Objectives: To investigate the local vaginal and systemic immune responses of effective vaginal DNA delivery with high transfection efficiency, we determined the effects on Th1-dependent cytokine (interferon-gamma) production in spleen and inguinal lymph node cells and antibody responses of vaginal pDNA immunization with a cell-penetrating peptide, and compared our vaginal immunization with intradermal and intranasal immunizations.
Methods: Mice were immunized by vaginal, nasal or dermal administration of pCMV-OVA with or without peptide carriers, and serum, vaginal fluids, spleen and inguinal cells were harvested. The serum immunoglobulin (Ig)G(2a) and vaginal IgA antibody responses were determined by sandwich enzyme-linked immunosorbent assay (ELISA). The interferon-gamma production from spleen cells or inguinal lymph node cells was determined by an ELISA kit.
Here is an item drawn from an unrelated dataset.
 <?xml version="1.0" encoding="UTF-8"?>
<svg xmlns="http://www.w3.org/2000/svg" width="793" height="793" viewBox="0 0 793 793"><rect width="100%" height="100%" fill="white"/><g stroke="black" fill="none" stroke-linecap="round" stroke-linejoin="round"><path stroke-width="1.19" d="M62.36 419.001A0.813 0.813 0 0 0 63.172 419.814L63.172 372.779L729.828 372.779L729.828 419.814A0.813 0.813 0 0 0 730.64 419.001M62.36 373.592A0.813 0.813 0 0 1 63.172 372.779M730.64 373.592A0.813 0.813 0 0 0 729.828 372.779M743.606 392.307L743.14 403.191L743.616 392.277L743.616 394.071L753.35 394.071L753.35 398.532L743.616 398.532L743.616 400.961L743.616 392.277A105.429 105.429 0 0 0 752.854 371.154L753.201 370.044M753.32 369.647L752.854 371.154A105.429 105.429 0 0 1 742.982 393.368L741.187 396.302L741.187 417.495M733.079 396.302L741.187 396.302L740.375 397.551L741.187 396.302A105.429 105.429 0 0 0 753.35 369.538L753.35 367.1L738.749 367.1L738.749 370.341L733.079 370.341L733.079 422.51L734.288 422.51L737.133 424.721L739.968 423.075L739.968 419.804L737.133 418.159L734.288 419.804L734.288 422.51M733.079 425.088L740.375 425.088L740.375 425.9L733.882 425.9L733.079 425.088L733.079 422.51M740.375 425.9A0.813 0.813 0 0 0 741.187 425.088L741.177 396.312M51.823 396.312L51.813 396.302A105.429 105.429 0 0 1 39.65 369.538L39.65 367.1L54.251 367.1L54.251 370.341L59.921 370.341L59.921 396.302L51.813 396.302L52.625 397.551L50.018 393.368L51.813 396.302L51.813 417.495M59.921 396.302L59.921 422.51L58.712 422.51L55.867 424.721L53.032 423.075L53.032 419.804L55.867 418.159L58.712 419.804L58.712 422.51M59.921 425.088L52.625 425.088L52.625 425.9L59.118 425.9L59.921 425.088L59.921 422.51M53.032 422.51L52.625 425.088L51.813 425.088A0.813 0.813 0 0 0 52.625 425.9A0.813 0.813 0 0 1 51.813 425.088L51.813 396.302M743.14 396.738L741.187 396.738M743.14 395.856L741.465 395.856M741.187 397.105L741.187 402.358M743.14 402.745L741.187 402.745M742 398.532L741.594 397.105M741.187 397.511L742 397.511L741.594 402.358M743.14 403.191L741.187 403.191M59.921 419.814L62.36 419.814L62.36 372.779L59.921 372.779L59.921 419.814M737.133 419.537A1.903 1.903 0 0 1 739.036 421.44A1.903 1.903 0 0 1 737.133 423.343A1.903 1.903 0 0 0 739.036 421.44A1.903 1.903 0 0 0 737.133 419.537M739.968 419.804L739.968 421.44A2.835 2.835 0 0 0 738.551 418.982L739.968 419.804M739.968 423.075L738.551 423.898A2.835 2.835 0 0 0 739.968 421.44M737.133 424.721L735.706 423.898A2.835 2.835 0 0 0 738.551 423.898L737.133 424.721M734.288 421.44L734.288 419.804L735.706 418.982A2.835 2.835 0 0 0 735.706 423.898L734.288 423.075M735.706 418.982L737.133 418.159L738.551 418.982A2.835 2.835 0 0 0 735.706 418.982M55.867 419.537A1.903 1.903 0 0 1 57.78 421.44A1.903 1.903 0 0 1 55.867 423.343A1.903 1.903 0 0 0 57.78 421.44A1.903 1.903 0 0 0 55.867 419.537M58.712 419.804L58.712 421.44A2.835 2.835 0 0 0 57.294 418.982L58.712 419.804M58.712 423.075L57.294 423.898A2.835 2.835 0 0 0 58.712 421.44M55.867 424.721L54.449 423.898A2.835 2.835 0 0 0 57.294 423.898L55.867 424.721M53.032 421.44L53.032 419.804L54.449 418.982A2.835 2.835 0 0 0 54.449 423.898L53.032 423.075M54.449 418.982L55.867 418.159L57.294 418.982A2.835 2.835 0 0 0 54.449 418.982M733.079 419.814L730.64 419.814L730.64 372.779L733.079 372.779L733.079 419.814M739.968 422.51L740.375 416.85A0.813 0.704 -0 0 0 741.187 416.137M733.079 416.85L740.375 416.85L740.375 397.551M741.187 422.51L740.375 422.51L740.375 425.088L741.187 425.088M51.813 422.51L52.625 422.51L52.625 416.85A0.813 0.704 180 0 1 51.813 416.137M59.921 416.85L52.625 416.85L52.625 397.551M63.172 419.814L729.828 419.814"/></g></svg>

Key findings: The direct vaginal immunization strongly induced IgA in the vaginal fluids and interferon-gamma production in the local lymph node draining from the vagina. In addition, co-vaccination with the peptide carriers elevated these immune responses compared with vaccination with pCMV-OVA alone. Vaginal immunization with high transfection efficiency promoted vaginal IgA production to a significantly greater extent than intradermal or nasal immunization.
Conclusions: These results suggested that direct vaginal DNA vaccines under high transfection conditions induced higher local vaginal antibody than that by intranasal or intradermal administration, and peptide carriers effectively elevated mucosal immune responses. Therefore, this vaginal DNA vaccination method may be expected to be useful in the prevention and treatment methods for vaginal infectious diseases such as HIV infection.